A few studies have given B. infantis to infants, and it appears to benefit immune development.
“This may constitute an evolution explanation of why we select for this species through breastfeeding. However, although B. infantis was most frequent in 11 of the 25 infants examined, it has a low prevalence in many Western populations, which raises concerns about its possible extinction,” he adds.
This is especially true in the United States, where infants have very few B. infantis, probably because it has been lost in the population, so that it is no longer transmitted from individual to individual.
“But several studies have given B. infantis to breastfed infants and shown that it is possible to reintroduce the bacteria into the ecosystem,” explains Martin Frederik Laursen.
Breast-feeding and probiotics
Together with other recent evidence from the field, the new research may have important implications for children’s health.

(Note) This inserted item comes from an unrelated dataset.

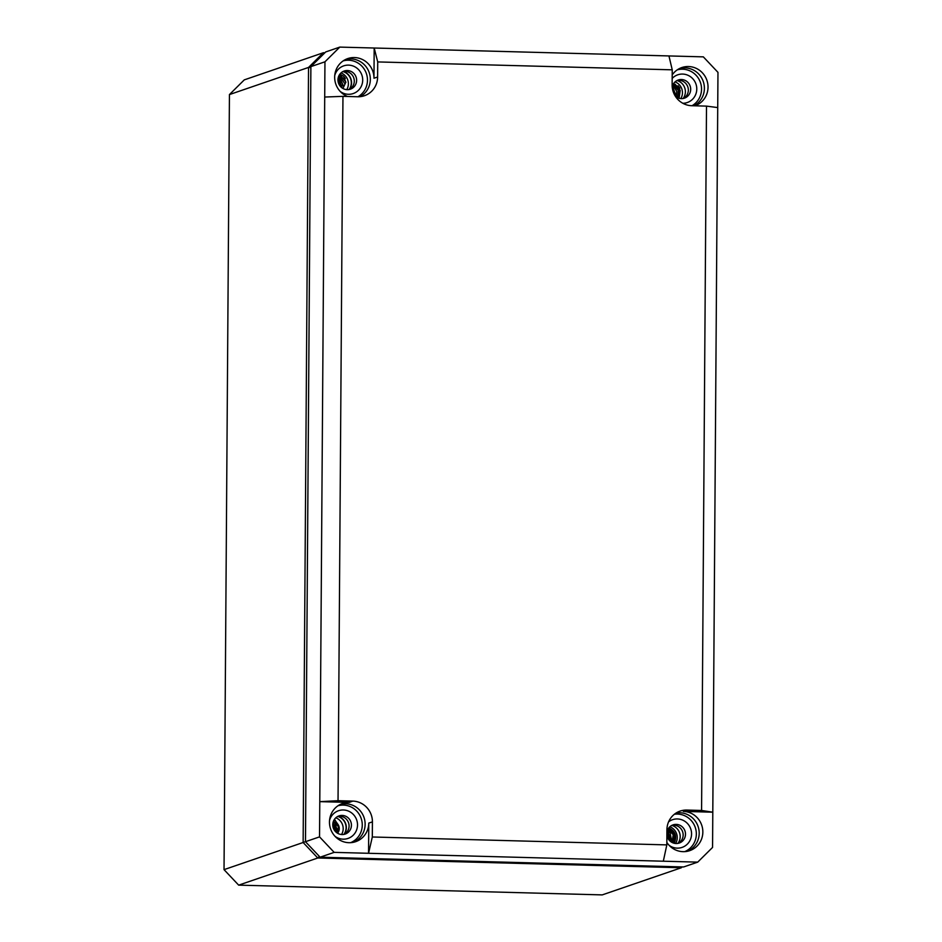 <?xml version="1.0" encoding="UTF-8"?>
<svg xmlns="http://www.w3.org/2000/svg" width="942" height="942" viewBox="0 0 942 942"><rect width="100%" height="100%" fill="white"/><g stroke="black" fill="none" stroke-linecap="round" stroke-linejoin="round"><path stroke-width="1.41" d="M343.865 834.4A11.363 11.021 71.1 0 0 337.707 816.443M677.934 843.373A11.363 11.021 71.1 0 0 671.776 825.416M349.07 89.525A11.363 11.021 71.1 0 0 342.912 71.58M683.138 98.498A11.363 11.021 71.1 0 0 676.98 80.541M341.546 834.518A11.363 11.021 71.1 0 0 335.799 817.786M337.542 833.246A7.324 7.1 71.1 0 0 338.402 825.062L334.422 819.387M675.614 843.49A11.363 11.021 71.1 0 0 669.868 826.758M674.025 843.149L674.484 842.442C677.074 836.178 675.379 831.421 669.397 828.171L668.761 827.971M680.807 98.616A11.363 11.021 71.1 0 0 675.073 81.883M679.206 98.345L679.759 87.865L674.413 84.297L672.847 84.98M346.75 89.643A11.363 11.021 71.1 0 0 341.004 72.911M345.349 78.504L343.571 76.196L345.82 82.284L343.43 87.406A7.324 7.1 -108.9 0 1 342.747 88.371M343.571 76.196L339.897 74.124M667.442 837.202L667.16 836.331M668.255 838.875L666.889 834.553M666.889 834.906A9.597 9.302 -108.9 0 0 679.276 843.031A9.597 9.302 -108.9 0 0 676.226 824.391A9.597 9.302 -108.9 0 0 666.901 832.492L668.855 834.789L669.456 840.488L666.912 832.469M669.856 840.888L666.995 831.927M670.763 841.653L667.289 830.797L670.033 832.74L671.469 840.052L670.751 841.642M667.407 830.444L671.069 841.865M669.338 840.346L666.901 832.716M671.022 841.147L667.737 830.997M672.058 842.454L673.236 834.683L667.866 829.384M673.612 843.102L674.967 834.506L669.397 828.171M673.977 843.208L674.484 842.442M674.861 95.413L672.423 88.56M675.237 96.049L672.305 87.818M672.435 86.087L676.474 97.132M676.156 96.92L672.329 86.464L674.625 87.971L676.721 91.339L676.156 96.908M672.494 88.984L674.649 95.036M678.122 85.769L679.759 87.865M675.096 84.168L680.206 90.514L679.064 98.298M672.647 86.617L676.285 96.661M672.835 85.016L678.358 90.361L677.486 97.697M332.891 823.178L336.694 830.408L336.247 832.316L336.73 830.385L337.46 830.632L332.891 823.155M332.785 825.545L334.634 830.585L332.785 825.51M336.612 832.622L332.985 822.707M335.164 831.256L332.762 824.697M332.879 823.249L336.412 830.985L335.199 830.915M332.844 826.099L334.304 830.114M336.612 831.021L336.176 832.269M334.434 822.166L338.072 832.21M333.845 820.341L335.105 820.729M333.374 821.4L338.402 825.062M337.46 833.187L338.425 826.534L333.256 821.707L336.412 823.52L338.543 826.994L338.625 830.714L337.448 833.187M340.286 86.287L337.99 79.116L340.262 86.264M341.64 87.606L338.331 77.256M341.958 87.853L338.449 76.879M340.686 86.735L338.06 78.516M338.826 83.956L338.154 81.86M341.746 87.335L338.461 77.338M343.795 86.758L338.873 75.807M345.938 82.201L339.721 74.359M305.479 841.63L303.136 842.501L308.54 67.435L310.884 67.612M238.667 885.139L602.209 894.9L681.313 867.759L317.772 857.997L303.136 842.501L224.031 869.643L238.667 885.139L317.772 857.997L319.362 856.396M682.161 866.911L681.313 867.759L681.619 866.899M229.436 94.577L244.284 79.87L323.389 52.728L308.54 67.435L229.436 94.577L224.031 869.643M324.366 53.282L323.389 52.728L324.884 52.764M305.479 841.701L310.884 66.623L325.732 51.928L339.791 47.1L324.955 61.807L319.538 836.873L305.479 841.701L320.115 857.196L683.657 866.958L697.716 862.13L712.564 847.423L712.8 812.192L683.327 811.403A20.206 19.582 -108.9 0 1 702.626 828.925A20.206 19.582 -108.9 0 1 689.097 850.85A20.206 19.582 -108.9 0 1 683.044 851.662A20.206 19.582 -108.9 0 1 666.83 842.383M338.178 816.325A11.622 11.257 -108.9 0 1 344.313 834.212M343.383 71.451A11.622 11.257 -108.9 0 1 349.517 89.337M310.884 66.623L324.955 61.807M347.598 96.484A20.206 19.582 -108.9 0 1 334.669 77.562A20.206 19.582 -108.9 0 1 347.127 58.816A20.206 19.582 -108.9 0 1 354.463 57.556A20.206 19.582 -108.9 0 1 373.974 78.221L374.186 48.018L339.791 47.1M320.115 857.196L334.175 852.369L368.558 853.287L368.769 823.096A20.206 19.582 -108.9 0 1 355.04 841.877A20.206 19.582 -108.9 0 1 348.987 842.701A20.206 19.582 -108.9 0 1 329.806 825.863A20.206 19.582 -108.9 0 1 341.934 803.691A20.206 19.582 -108.9 0 1 349.258 802.431L319.785 801.642L338.037 800.7L352.779 801.1L349.258 802.431M334.175 852.369L319.538 836.873M663.321 861.2L666.818 844.892L372.314 836.991L368.558 853.287L697.716 862.13M672.199 74.936A20.206 19.582 -108.9 0 1 681.196 67.789A20.206 19.582 -108.9 0 1 688.531 66.529A20.206 19.582 -108.9 0 1 707.772 83.756A20.206 19.582 -108.9 0 1 694.855 105.798M377.718 61.925L672.235 69.826L672.129 84.921A20.335 19.711 71.1 0 0 691.758 105.716L706.5 106.116L717.722 107.588L717.969 72.357L703.333 56.861L374.186 48.018L377.718 61.925L377.612 77.02L373.974 78.221M345.431 59.57A20.076 19.452 -108.9 0 1 350.942 58.899A20.076 19.452 -108.9 0 1 369.747 74.418A20.076 19.452 -108.9 0 1 360.115 96.661M338.037 800.7L342.959 96.355L357.701 96.755A20.335 19.711 71.1 0 0 363.789 95.931A20.335 19.711 71.1 0 0 377.612 77.02M343.171 60.889A19.547 18.946 -108.9 0 1 348.599 60.229A19.547 18.946 -108.9 0 1 366.838 75.089A19.547 18.946 -108.9 0 1 357.972 96.755M677.239 69.861A19.547 18.946 -108.9 0 1 682.667 69.202A19.547 18.946 -108.9 0 1 700.907 84.062A19.547 18.946 -108.9 0 1 692.029 105.728M672.164 78.445A14.648 14.201 -108.9 0 1 696.774 88.866A14.648 14.201 -108.9 0 1 682.809 103.279M674.366 814.253A19.547 18.946 -108.9 0 1 677.463 814.076A19.547 18.946 -108.9 0 1 695.973 830.126A19.547 18.946 -108.9 0 1 684.704 851.639M668.584 821.848A14.648 14.201 -108.9 0 1 691.569 833.929A14.648 14.201 -108.9 0 1 669.114 845.315M337.978 805.763A19.547 18.946 -108.9 0 1 343.394 805.104A19.547 18.946 -108.9 0 1 361.905 821.153A19.547 18.946 -108.9 0 1 350.636 842.666M329.559 820.329A14.648 14.201 -108.9 0 1 357.513 824.957A14.648 14.201 -108.9 0 1 335.046 836.343M334.751 75.466A14.648 14.201 -108.9 0 1 362.705 80.082A14.648 14.201 -108.9 0 1 340.25 91.468M679.488 68.531A20.076 19.452 -108.9 0 1 685.011 67.871A20.076 19.452 -108.9 0 1 703.851 83.544A20.076 19.452 -108.9 0 1 693.913 105.775M717.722 107.588L712.8 812.192L701.578 810.461L686.848 810.061A20.335 19.711 71.1 0 0 679.465 811.333A20.335 19.711 71.1 0 0 666.924 829.796L666.818 844.892M706.5 106.116L701.578 810.461M372.314 836.991L372.42 821.895A20.335 19.711 71.1 0 0 352.779 801.1M342.959 96.355L324.707 97.038M340.227 804.433A20.076 19.452 -108.9 0 1 345.749 803.773A20.076 19.452 -108.9 0 1 364.754 820.235A20.076 19.452 -108.9 0 1 353.226 842.336M672.235 69.826L668.95 55.943M676.12 813.005A20.076 19.452 -108.9 0 1 679.806 812.746A20.076 19.452 -108.9 0 1 698.823 829.196A20.076 19.452 -108.9 0 1 687.295 851.309M672.211 86.982A9.597 9.302 -108.9 0 1 690.557 87.665A9.597 9.302 -108.9 0 1 675.426 96.343M677.098 80.482A9.597 9.302 -108.9 0 1 683.268 98.474M337.837 816.384A9.597 9.302 -108.9 0 1 344.007 834.376M343.029 71.51A9.597 9.302 -108.9 0 1 349.211 89.502M671.893 825.357A9.597 9.302 -108.9 0 1 678.075 843.349M342.158 815.419A9.597 9.302 -108.9 0 1 345.208 834.059A9.597 9.302 -108.9 0 1 332.891 826.381A9.597 9.302 -108.9 0 1 342.158 815.419M347.363 70.544A9.597 9.302 -108.9 0 1 350.4 89.184A9.597 9.302 -108.9 0 1 338.084 81.507A9.597 9.302 -108.9 0 1 347.363 70.544M672.506 842.678L673.695 834.541L668.113 828.936M673.989 84.933L678.97 90.668L677.946 97.909M334.092 819.881L335.281 820.258M344.831 83.708L339.096 75.36M340.097 86.052L337.966 79.434M372.42 821.895L368.769 823.096M686.848 810.061L683.327 811.403M672.423 88.595L673.648 89.996L674.849 95.389M338.319 77.279L339.815 78.198L342.523 84.179L341.616 87.594"/></g></svg>

“Our observations highlight that promoting and supporting breastfeeding remains a key priority. This can be supplemented with early probiotic administration, such as B. infantis, to ensure effective intestinal colonisation with these important Bifidobacterium species in the infant’s early life – especially for the infants who for some reason lack these,” says Martin Frederik Laursen.
The researchers think that early treatment can be crucial, partly because B. infantis and other efficient milk oligosaccharide consumers seem to be selected for the infant gut through evolution and partly because very early life is extremely important in determining the individual’s health later in life.
“A lot happens in very early in life in relation to the development of the immune system, growth and neurodevelopment. Therefore, we would very much like to better understand exactly how the gut microbiome is established and develops early in life, to better understand the connections between gut bacteria and the development of diseases,” concludes Martin Frederik Laursen.